### Listed records
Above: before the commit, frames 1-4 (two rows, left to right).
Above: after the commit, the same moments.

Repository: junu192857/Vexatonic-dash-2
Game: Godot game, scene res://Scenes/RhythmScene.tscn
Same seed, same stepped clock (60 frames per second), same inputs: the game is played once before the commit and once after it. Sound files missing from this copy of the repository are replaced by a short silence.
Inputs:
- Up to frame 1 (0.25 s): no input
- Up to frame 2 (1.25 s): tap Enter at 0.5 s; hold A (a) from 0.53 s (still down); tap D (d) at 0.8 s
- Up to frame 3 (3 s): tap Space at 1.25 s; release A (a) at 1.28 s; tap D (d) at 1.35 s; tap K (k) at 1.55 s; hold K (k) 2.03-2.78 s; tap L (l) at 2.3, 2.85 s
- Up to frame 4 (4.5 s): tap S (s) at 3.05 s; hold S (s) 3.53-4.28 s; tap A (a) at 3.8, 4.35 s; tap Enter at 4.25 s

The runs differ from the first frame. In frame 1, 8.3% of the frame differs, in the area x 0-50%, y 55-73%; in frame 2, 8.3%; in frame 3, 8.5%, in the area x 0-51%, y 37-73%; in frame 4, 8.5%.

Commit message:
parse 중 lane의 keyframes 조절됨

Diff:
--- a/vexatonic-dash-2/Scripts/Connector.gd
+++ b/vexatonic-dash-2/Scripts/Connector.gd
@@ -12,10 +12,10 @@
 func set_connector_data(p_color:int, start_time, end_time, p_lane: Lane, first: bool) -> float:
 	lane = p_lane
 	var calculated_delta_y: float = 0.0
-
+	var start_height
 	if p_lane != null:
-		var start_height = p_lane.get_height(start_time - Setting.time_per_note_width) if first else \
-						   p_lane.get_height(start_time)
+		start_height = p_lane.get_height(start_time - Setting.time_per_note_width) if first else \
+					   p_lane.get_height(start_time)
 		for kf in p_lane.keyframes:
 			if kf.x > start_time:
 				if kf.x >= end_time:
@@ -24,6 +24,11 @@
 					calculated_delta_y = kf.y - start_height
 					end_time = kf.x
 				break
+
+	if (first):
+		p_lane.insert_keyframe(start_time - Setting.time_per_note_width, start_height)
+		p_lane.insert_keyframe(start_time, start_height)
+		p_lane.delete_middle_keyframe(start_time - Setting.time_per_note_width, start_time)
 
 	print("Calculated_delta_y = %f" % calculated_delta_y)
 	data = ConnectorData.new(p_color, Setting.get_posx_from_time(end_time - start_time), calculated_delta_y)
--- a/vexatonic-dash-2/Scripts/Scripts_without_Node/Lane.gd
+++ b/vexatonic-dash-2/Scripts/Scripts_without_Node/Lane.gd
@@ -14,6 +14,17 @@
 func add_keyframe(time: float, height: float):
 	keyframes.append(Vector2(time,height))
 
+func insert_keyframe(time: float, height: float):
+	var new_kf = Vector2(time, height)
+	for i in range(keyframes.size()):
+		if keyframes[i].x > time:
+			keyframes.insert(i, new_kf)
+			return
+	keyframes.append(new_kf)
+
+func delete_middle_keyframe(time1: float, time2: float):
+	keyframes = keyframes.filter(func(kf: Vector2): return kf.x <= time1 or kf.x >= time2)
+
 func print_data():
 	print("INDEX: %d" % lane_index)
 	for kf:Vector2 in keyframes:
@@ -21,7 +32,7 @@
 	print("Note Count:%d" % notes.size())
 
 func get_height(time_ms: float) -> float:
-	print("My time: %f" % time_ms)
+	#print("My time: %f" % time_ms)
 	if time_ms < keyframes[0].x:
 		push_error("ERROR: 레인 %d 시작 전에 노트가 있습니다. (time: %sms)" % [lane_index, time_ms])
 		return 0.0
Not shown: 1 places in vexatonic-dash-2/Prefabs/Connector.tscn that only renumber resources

### Exercise
If a line in the records above contains the word "append", copy it.

### Solution for this problem
 	keyframes.append(Vector2(time,height))
+	keyframes.append(new_kf)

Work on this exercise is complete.